View Full Version : Eh. So I'm here again.


fracturedstory
06-04-14, 12:56 AM
I may have to work for my own welfare even though I'm too mentally ill to even be capable of working. I have an appointment with the welfare agency tomorrow so I'll be able to find out what their plans are for me.

But I really just feel like giving up. I can't see an end to this depression.

No one in my family will go the lengths to help me out, even if they just have to drop me at the GP office. I'm kind of having panic attacks about getting there on my own. Unpopulated streets are scary places, everyone might not kill me but I keep thinking they will. I can't believe I'm this far gone.

By the way, I hate hugs.

I don't even know why I wrote this here. I guess I just have to say it.

It feels like nothing is going to save me.

Fuzzy12
06-05-14, 11:08 AM
Does your GP do home visits?

someothertime
06-05-14, 11:47 AM
I may have to work for my own welfare even though I'm too mentally ill to even be capable of working.


Yeah, all this stuff of late is pretty terrifying for those who have life integration challenges...

Let's hope the people who regulate disability support in particular the policy makers see the true impact of providing little or no assistance to the people that need it.

Scaremongering to appeal to an affluent majority is sending ripples of fear and uncertainty through a great many disadvantaged in our community.

If you hear about any protests... be sure and lemme know... let's take some cameras and make some noise ;)

Hit me up if you need me. Peace.

Timberline
06-05-14, 04:48 PM
How did your appointment go, Fractured??

fracturedstory
06-05-14, 08:40 PM
I haven't had a GP, Fuzzy, for about 3 years. I'm working on getting a new one.

As for the appointment, it was fine. No more than a check-up. I think the people there were just as uneasy about having us in there as we were. I just had to say whether I was doing any kind of work, like my photography which I said and then I said I was thinking about studying arts/photography. They basically just want to see if we can do some work/study.
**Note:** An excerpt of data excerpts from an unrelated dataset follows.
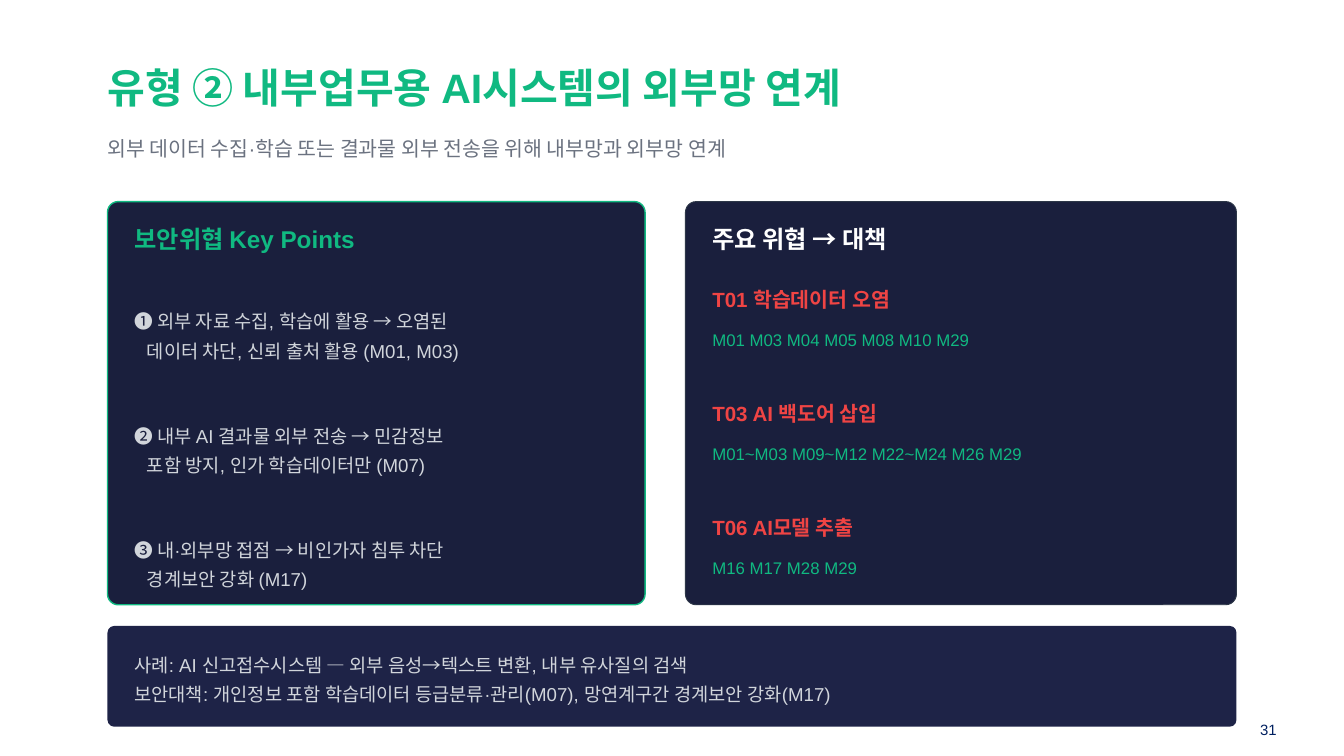
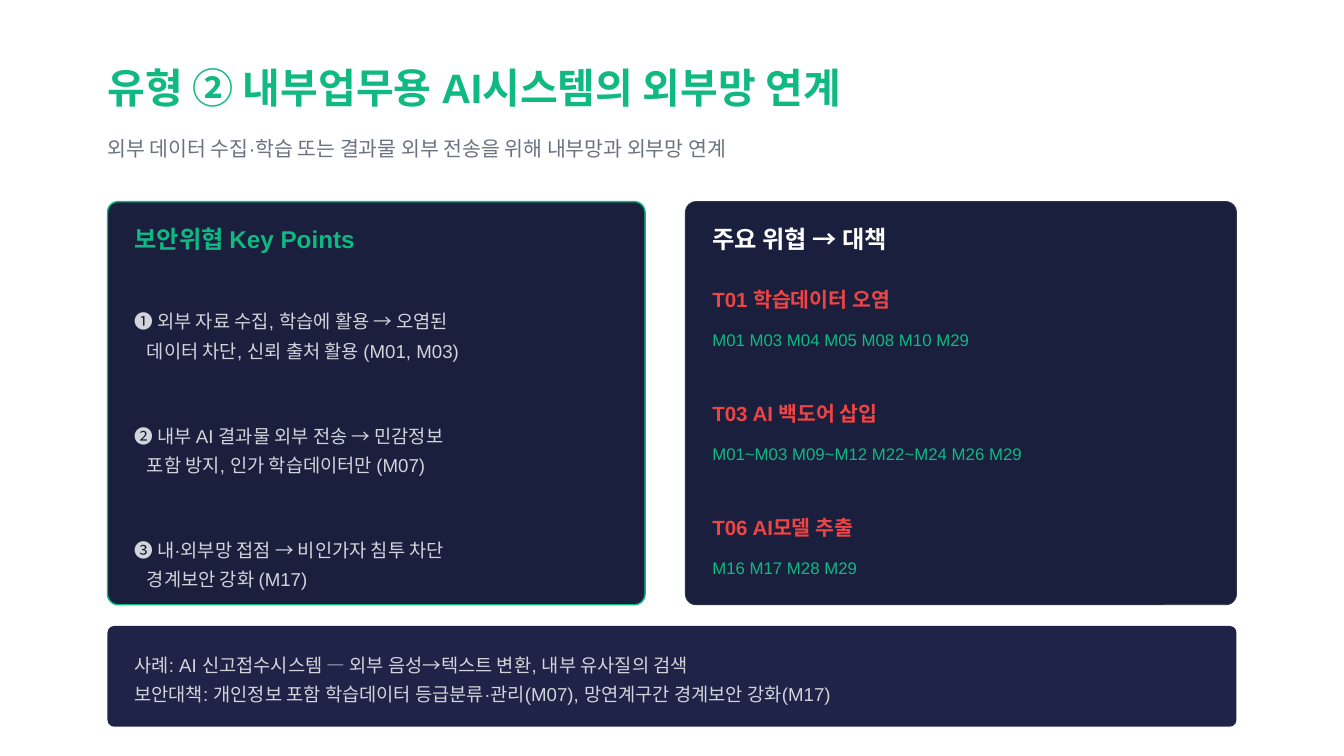
Before and after one commit to sulgik/security-workshop, a slide deck: slide 33 of ws01/class/3일차_1.pptx. Drawn at 1344x756 pixels with LibreOffice and Linux fonts; fonts in the diff are those of the drawing. Boxes give left, top, right and bottom in pixels: in the first picture for what was removed or moved away, otherwise in the second. Text is boxed around its words. In the diff, an @@ line names an element or a change of style, - is before the commit and + after.

```diff
--- a/ws01/class/3일차_1.pptx
+++ b/ws01/class/3일차_1.pptx
@@ text removed at <box>1260,724,1277,735</box> @@
-31
```
Also in this commit, not shown: 19 other slides changed, 3 other files.
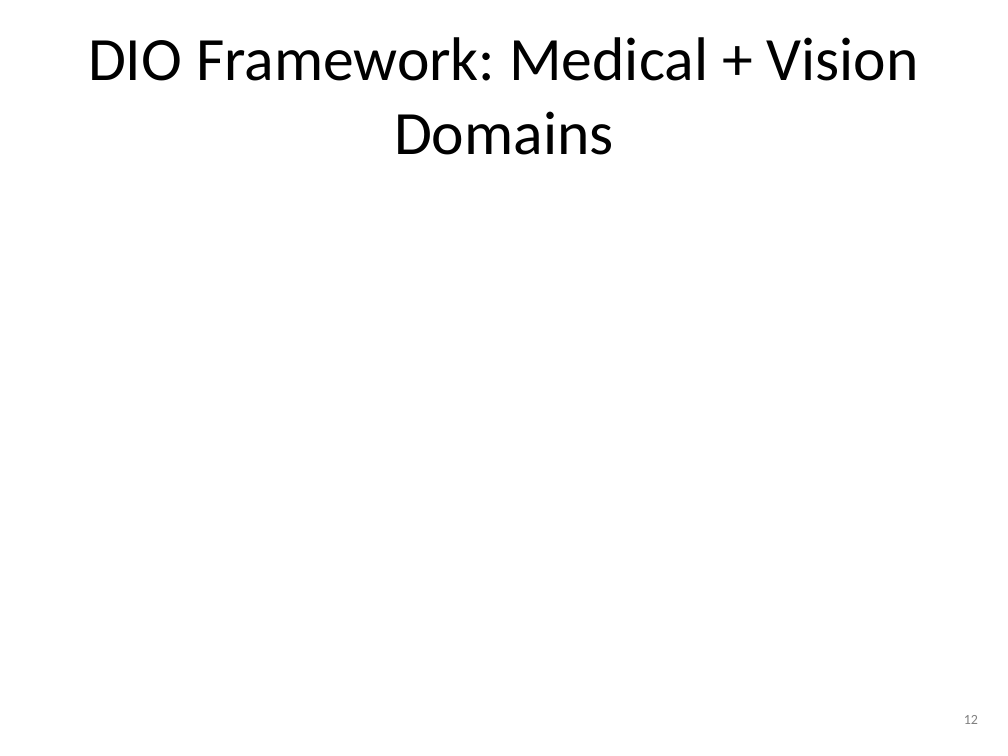
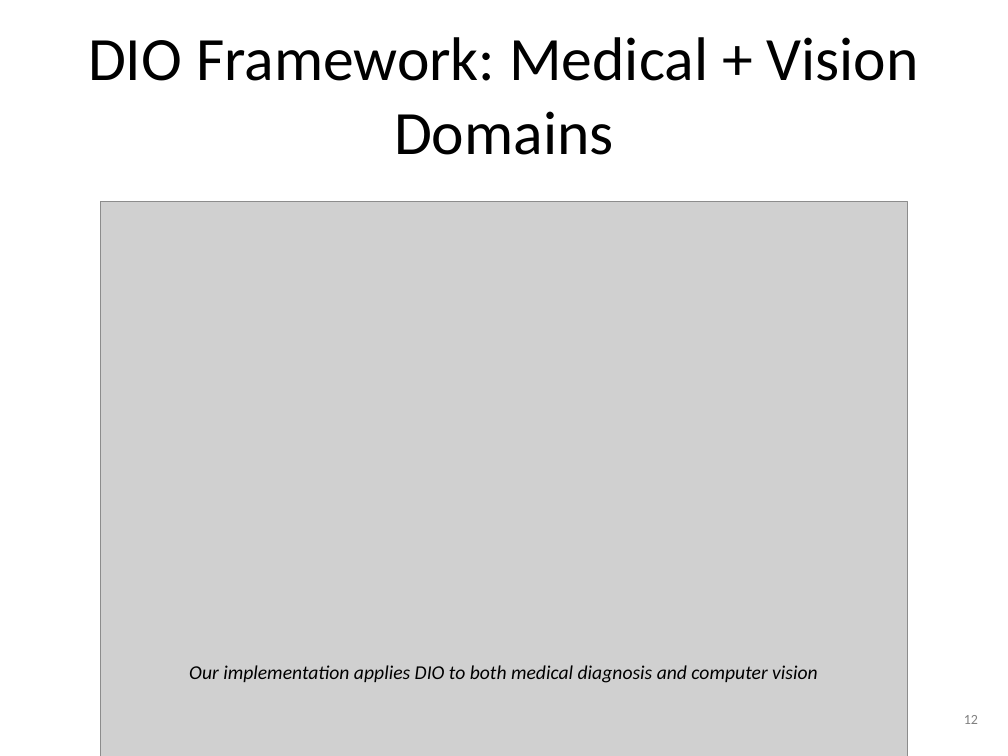
Before and after one commit to amine-dubs/dio-optimization, a slide deck: slide 12 of Presentation/DIO_Research_Presentation_v2.pptx. Drawn at 1008x756 pixels with LibreOffice and Linux fonts; fonts in the diff are those of the drawing; grey boxes stand for pictures. Boxes give left, top, right and bottom in pixels: in the first picture for what was removed or moved away, otherwise in the second. Text is boxed around its words. In the diff, an @@ line names an element or a change of style, - is before the commit and + after.

```diff
--- a/Presentation/DIO_Research_Presentation_v2.pptx
+++ b/Presentation/DIO_Research_Presentation_v2.pptx
@@ picture added at <box>101,202,907,756</box> @@
@@ text added at <box>189,665,818,683</box>, 14 pt, text #000000, italic @@
+Our implementation applies DIO to both medical diagnosis and computer vision
```
Also in this commit, not shown: 16 other slides changed, 3 slides added, 1 slide removed, 24 other files.

They promised to keep me on the pension.

I'm still trying to work the GP thing out. My sister said she'll take me but she just goes off at days at a time and then comes back and has completely forgotten about her promise. She did tell me there's a bus that goes directly to the doctor's office though. I still feel anxious about it but I could try it. If that doesn't work then maybe I'll get a taxi. I might see what I can do on Monday. I'll take it easy over these next few days.